■ TASK OBJECTIVE: Work out how many lines in the entries below contain the string "ledge". Reply with that figure alone.

Stored items from a collection
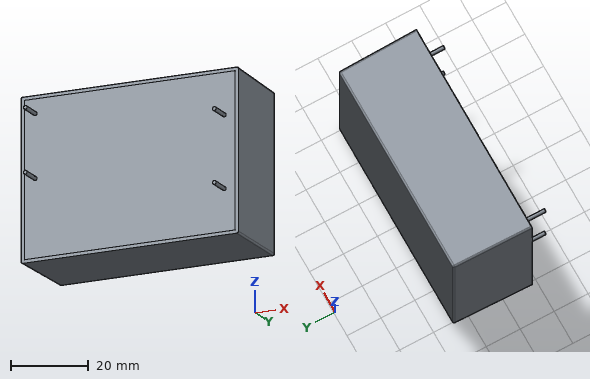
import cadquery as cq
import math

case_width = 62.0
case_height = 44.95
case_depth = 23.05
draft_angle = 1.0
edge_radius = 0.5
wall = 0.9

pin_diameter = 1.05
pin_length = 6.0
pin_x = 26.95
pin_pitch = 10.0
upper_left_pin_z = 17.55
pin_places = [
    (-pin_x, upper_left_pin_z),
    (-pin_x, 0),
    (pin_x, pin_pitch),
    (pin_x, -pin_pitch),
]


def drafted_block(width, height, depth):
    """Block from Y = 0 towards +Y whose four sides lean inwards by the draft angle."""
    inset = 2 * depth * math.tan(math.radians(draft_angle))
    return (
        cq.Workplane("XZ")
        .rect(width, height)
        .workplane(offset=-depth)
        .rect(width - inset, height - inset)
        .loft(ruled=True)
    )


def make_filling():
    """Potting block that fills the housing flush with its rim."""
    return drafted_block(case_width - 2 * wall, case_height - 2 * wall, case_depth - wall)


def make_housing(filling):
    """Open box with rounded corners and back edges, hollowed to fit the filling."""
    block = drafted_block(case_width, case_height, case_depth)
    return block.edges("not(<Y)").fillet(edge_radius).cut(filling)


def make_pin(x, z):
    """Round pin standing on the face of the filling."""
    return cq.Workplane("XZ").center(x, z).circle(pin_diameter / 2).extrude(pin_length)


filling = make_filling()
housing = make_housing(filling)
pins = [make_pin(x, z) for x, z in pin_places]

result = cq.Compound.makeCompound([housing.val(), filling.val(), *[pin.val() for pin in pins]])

---

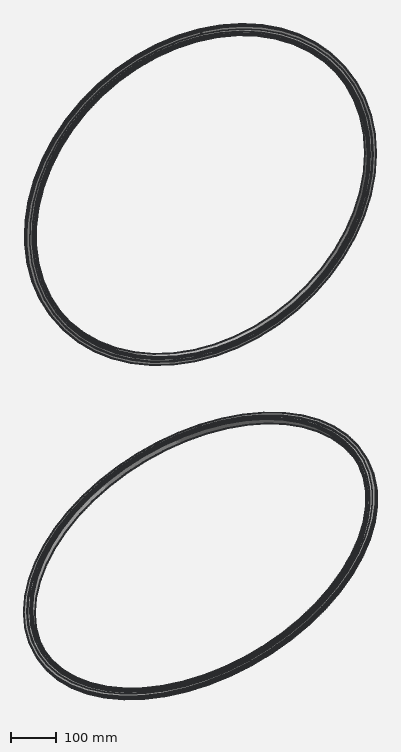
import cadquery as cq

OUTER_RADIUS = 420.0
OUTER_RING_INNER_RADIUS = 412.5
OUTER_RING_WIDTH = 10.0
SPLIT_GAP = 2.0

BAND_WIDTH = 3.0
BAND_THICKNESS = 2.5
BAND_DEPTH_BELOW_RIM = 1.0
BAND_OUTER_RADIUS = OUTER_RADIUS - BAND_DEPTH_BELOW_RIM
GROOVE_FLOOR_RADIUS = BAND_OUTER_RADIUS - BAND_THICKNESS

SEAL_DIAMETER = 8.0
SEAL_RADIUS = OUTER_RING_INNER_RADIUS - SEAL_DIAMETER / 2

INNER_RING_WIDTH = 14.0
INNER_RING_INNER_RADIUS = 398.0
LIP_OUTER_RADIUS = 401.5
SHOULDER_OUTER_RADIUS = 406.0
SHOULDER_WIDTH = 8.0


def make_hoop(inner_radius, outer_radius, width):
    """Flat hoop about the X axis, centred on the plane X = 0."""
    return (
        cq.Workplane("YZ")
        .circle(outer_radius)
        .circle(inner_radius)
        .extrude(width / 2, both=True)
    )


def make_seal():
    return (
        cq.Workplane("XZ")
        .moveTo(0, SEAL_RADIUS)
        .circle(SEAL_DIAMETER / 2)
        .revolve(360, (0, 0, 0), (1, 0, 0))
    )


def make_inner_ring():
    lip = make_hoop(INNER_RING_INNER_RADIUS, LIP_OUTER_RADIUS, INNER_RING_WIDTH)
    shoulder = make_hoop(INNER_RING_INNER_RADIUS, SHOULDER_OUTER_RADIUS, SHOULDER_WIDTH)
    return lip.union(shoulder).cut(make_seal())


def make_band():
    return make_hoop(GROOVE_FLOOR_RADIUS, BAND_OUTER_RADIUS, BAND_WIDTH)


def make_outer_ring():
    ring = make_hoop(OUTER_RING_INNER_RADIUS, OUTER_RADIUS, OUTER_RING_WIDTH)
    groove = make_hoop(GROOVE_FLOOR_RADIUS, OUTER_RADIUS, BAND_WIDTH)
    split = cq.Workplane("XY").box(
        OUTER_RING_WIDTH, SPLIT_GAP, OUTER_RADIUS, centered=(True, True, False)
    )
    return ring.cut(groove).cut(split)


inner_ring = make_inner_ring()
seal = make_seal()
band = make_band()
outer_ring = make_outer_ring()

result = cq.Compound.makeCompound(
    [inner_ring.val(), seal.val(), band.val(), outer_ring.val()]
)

---

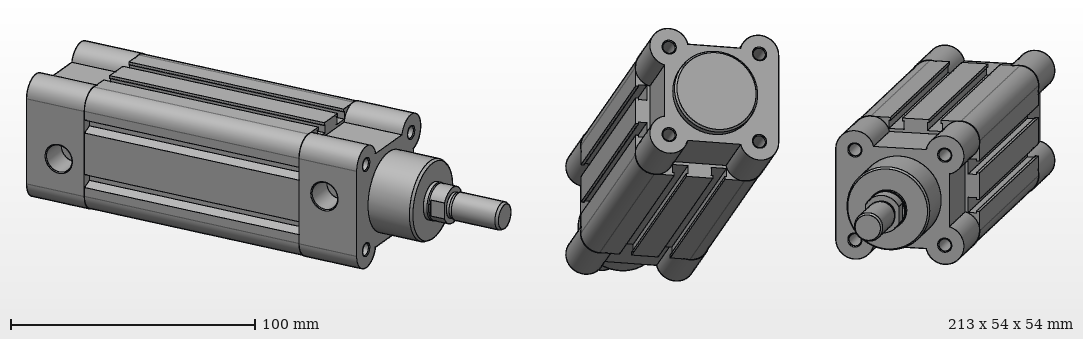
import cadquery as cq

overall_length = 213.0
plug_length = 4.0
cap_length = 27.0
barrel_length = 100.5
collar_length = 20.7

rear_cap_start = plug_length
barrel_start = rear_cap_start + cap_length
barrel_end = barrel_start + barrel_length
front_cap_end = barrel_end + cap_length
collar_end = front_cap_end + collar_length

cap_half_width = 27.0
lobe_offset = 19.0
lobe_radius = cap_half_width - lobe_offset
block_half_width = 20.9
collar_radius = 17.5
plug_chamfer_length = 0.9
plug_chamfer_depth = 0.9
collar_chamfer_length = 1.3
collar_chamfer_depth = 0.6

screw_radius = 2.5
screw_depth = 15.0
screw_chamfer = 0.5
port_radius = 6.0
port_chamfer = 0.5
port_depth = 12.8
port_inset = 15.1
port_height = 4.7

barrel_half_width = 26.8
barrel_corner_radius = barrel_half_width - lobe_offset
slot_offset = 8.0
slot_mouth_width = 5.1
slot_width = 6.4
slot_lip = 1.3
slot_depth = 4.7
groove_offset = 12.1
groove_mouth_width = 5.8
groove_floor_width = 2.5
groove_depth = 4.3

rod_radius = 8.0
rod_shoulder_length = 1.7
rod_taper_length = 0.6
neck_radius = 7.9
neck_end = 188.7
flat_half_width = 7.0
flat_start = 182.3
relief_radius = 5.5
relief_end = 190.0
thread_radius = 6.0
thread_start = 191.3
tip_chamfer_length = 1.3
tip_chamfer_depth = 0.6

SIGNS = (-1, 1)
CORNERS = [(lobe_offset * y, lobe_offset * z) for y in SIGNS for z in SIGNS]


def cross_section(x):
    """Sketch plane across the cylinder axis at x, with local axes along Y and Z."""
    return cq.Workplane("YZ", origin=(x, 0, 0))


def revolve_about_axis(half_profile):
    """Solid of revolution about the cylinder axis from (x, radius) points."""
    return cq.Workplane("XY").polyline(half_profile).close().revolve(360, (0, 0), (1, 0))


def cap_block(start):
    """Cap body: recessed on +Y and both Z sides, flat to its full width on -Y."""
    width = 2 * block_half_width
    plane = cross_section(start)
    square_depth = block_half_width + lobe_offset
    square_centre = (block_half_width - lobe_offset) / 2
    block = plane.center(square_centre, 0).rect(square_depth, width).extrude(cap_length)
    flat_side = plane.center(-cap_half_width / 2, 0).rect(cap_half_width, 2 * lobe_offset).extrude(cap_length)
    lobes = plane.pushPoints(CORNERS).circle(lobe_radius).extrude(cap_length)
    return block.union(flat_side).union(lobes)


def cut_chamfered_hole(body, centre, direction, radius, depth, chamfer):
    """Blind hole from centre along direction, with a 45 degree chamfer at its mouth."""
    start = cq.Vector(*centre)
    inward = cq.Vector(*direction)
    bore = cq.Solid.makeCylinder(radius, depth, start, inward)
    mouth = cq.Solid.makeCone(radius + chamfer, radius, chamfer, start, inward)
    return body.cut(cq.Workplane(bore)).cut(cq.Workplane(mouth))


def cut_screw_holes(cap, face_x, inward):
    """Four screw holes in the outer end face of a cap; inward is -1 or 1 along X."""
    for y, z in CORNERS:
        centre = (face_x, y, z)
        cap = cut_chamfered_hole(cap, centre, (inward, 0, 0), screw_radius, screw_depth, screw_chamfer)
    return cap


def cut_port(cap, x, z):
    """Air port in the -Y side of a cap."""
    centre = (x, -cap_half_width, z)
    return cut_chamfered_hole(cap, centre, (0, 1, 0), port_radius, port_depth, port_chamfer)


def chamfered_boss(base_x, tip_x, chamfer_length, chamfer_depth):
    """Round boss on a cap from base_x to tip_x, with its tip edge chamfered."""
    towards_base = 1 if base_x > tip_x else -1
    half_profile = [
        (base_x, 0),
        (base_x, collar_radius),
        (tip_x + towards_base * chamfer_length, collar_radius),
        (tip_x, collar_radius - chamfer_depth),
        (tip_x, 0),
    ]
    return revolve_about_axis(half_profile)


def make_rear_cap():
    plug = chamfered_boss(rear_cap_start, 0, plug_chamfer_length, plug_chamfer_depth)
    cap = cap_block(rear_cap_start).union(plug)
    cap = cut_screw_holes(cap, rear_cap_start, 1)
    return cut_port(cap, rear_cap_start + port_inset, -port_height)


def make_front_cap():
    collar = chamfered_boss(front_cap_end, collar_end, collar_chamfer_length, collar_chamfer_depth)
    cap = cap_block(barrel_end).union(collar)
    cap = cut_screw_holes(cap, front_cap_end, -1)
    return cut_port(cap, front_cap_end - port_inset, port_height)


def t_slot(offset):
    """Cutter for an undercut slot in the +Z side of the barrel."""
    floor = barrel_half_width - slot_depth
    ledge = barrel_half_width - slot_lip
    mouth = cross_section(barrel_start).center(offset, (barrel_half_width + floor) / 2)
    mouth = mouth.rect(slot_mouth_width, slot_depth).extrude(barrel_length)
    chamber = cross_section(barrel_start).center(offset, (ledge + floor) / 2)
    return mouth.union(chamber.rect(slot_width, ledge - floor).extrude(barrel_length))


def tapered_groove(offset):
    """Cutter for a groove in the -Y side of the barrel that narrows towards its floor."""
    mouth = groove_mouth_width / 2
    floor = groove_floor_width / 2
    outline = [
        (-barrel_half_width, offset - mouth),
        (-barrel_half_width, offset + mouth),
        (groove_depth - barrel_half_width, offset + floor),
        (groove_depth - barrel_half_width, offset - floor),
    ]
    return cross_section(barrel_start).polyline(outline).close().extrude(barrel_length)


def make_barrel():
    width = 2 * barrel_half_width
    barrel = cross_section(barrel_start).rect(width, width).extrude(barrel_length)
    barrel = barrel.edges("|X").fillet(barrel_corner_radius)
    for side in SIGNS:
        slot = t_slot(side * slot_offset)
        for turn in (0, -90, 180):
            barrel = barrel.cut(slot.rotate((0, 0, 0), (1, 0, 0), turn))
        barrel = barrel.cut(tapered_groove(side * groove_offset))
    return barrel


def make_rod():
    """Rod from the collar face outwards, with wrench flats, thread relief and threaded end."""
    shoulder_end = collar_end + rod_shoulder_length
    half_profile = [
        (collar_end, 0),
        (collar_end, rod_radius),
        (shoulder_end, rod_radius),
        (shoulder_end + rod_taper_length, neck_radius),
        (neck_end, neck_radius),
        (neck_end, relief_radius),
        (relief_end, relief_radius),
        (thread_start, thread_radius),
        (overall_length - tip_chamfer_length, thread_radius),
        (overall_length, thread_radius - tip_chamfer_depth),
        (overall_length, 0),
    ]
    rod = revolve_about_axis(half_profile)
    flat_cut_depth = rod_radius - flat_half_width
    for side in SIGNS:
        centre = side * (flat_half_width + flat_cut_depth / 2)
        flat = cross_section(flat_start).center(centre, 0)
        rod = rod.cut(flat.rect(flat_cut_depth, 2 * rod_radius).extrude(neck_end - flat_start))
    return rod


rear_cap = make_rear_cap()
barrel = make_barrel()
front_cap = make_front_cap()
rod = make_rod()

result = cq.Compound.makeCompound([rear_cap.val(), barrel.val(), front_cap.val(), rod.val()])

■ ANSWER SPACE: 3